Supply the number of lines in the listing below in which the word "this" occurs, and nothing else.

Task input:
^^^^
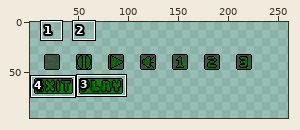
Two versions of one sprite sheet, Assets/Sprites/Buttons/Buttons.png. The picture above shows the old version from afar; the outline marks the close-up.
Close-up. As it was:
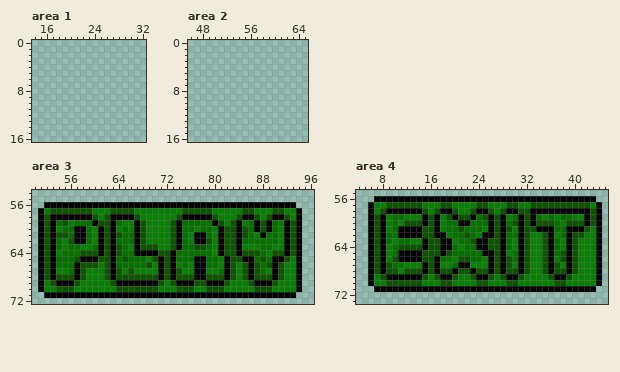
The file is 264x96 pixels. Colours within 5 levels of each other are drawn and written as one. Shown: area 1: x 14..32, y 0..16; area 2: x 46..65, y 0..16; area 3: x 50..96, y 54..72; area 4: x 4..45, y 55..73. The wide view leaves out empty margins. The commit also changed other parts of the picture, which this record leaves out.
Now the later version:
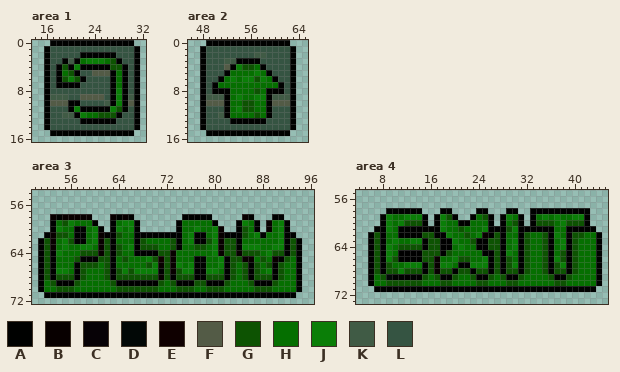
Palette (. is transparent): A #000100  B #080000  C #070206  D #020806  E #0f0000  F #535b46  G #0d5302  H #056f00  J #0a7e07  K #405b45  L #355442
Changes in this commit:
Area 1:
y 0: x 17..30 .............. -> AAAAAAAAAAAAAA
y 1: x 16..31 ................ -> ALLLLLLLLLLLLLLA
y 2: x 16..31 ................ -> ALLLLLAAAAAALLLA
y 3: x 16..31 ................ -> ALLAKAHJJJHGALLA
y 4: x 16..31 ................ -> ALAGAJAAAAAGGALA
y 5: x 16..31 ................ -> ALAHGALLFFFAHALA
y 6: x 16..31 ................ -> ALAGJGALLLLAHALA
y 7: x 16..31 ................ -> ALAAAALLLLLAHALA
y 8: x 16..31 ................ -> ALLLLLLLLLLAJALA
y 9: x 16..31 ................ -> AKKKLLFFFFLAJAKA
y 10: x 16..31 ................ -> AFFFAALLLLKAJAFA
y 11: x 16..31 ................ -> ALLLAJAAAAAJGALA
y 12: x 16..31 ................ -> ALLKKAJHHGGGALLA
y 13: x 16..31 ................ -> ALLLLLAAAAAALLLA
y 14: x 16..31 ................ -> ALLLLLLLLLLLLLLA
y 15: x 17..30 .............. -> AAAAAAAAAAAAAA
Area 2:
y 0: x 49..62 .............. -> AAAAAAAAAAAAAA
y 1: x 48..63 ................ -> ALLLLLLLLLLLLLLA
y 2: x 48..63 ................ -> ALLLLLLLLKKLLLLA
y 3: x 48..63 ................ -> ALLLKKAAAALLLLLA
y 4: x 48..63 ................ -> ALLLFAJGGHALLLLA
y 5: x 48..63 ................ -> ALLLAHHHHJHALLLA
y 6: x 48..63 ................ -> ALLAHJHJJGJHALLA
y 7: x 48..63 ................ -> ALAHHHHHHHHHHALA
y 8: x 48..63 ................ -> ALAAAHHHHGHAAALA
y 9: x 48..63 ................ -> AKKKAHJHHJJAKKKA
y 10: x 48..63 ................ -> AFFFAHHGGHHAFFFA
y 11: x 48..63 ................ -> ALLLAHJGGHHALLLA
y 12: x 48..63 ................ -> ALLKAHHHHGHALLLA
y 13: x 48..63 ................ -> ALLLLAAAAAALLLLA
y 14: x 48..63 ................ -> ALLLLLLLLLLLLLLA
y 15: x 49..62 .............. -> AAAAAAAAAAAAAA
Area 3:
y 56: x 52..93 AAAAAAAAAAAAAAAAAAAAAAAAAAAAAAAAAAAAAAAAAA -> ..........................................
y 57: x 51..94 AJGGGGGGGJJJGGGGJJJJJJJJGGGGGJJJJJGGJJJGGJJA -> ............................................
y 58: x 51..52 AG -> ..; x 60..62 GJG -> ...; x 67..74 GJJJJJJG -> ........; x 80..84 GJJJG -> .....; x 87..89 GJG -> ...; x 92..94 GJA -> ...
y 59: x 51..52 AG -> ..; x 61..62 GG -> ..; x 68..73 GJJJJG -> ......; x 81..83 GJG -> ...; x 88 G -> .; x 93..94 GA -> ..
y 60: x 51..52 AG -> ..; x 62 G -> .; x 68..73 GJJJJG -> ......; x 82..83 GG -> ..; x 88 G -> .; x 93..94 GA -> ..
y 61: x 51..52 AG -> .A; x 62 G -> A; x 68..73 GJJJJG -> AAAAAA; x 82..83 GG -> AA; x 93..94 GA -> A.
y 62: x 69..72 JJJJ -> HHHH
y 63: x 71..72 JJ -> HH
y 65: x 93 J -> H
y 66: x 61 J -> H; x 84 J -> H; x 92..93 JJ -> HH
y 67..68: x 59..61 JJJ -> HHH; x 84 J -> H; x 92..93 JJ -> HH
y 69: x 52 J -> H; x 58..62 JJJJJ -> HHHHH; x 72 J -> H; x 83..85 JJJ -> HHH; x 91..93 JJJ -> HHH
y 70: x 52..53 JJ -> HH; x 57..63 JJJJJJJ -> HHHHHHH; x 71..73 JJJ -> HHH; x 77..78 JJ -> HH; x 82..86 JJJJJ -> HHHHH; x 90..93 JJJJ -> HHHH
Area 4:
y 56: x 7..43 AAAAAAAAAAAAAAAAAAAAAAAAAAAAAAAAAAAAA -> .....................................
y 57: x 6..44 AJJGGGGGGJJJGGJJJJGGJJJGGJJGGGGGGGGGGJA -> .......................................
y 58: x 6..8 AJG -> ...; x 15..17 GJG -> ...; x 20..23 GJJG -> ....; x 26..28 GJG -> ...; x 31..32 GG -> ..; x 43..44 GA -> ..
y 59: x 6..7 AG -> ..; x 16 G -> .; x 21..22 GG -> ..; x 27 G -> .; x 32 G -> .; x 43..44 GA -> ..
y 60: x 6..7 AG -> ..; x 16 G -> .; x 27 G -> .; x 32 G -> .; x 43..44 GA -> ..
y 61: x 6..7 AG -> .A; x 15..16 GG -> AA; x 27 G -> A; x 32..33 GG -> AA; x 42..44 GJA -> AA.
y 62: x 33..34 JJ -> HH; x 42..43 JJ -> HH
y 63..68: x 33..34 JJ -> HH; x 41..43 JJJ -> HHH
y 69: x 7 J -> H; x 16 J -> H; x 21..22 JJ -> HH; x 27 J -> H; x 32..35 JJJJ -> HHHH; x 40..43 JJJJ -> HHHH
y 70: x 7..8 JJ -> HH; x 15..17 JJJ -> HHH; x 20..23 JJJJ -> HHHH; x 26..28 JJJ -> HHH; x 31..36 JJJJJJ -> HHHHHH; x 39..43 JJJJJ -> HHHHH
Changed places in both close-ups, as pixel boxes (x1, y1, x2, y2):
added: (44, 40, 140, 136)
added: (200, 40, 296, 136)
changed: (38, 202, 302, 292)
changed: (368, 196, 602, 286)
^^^^
Answer space: 2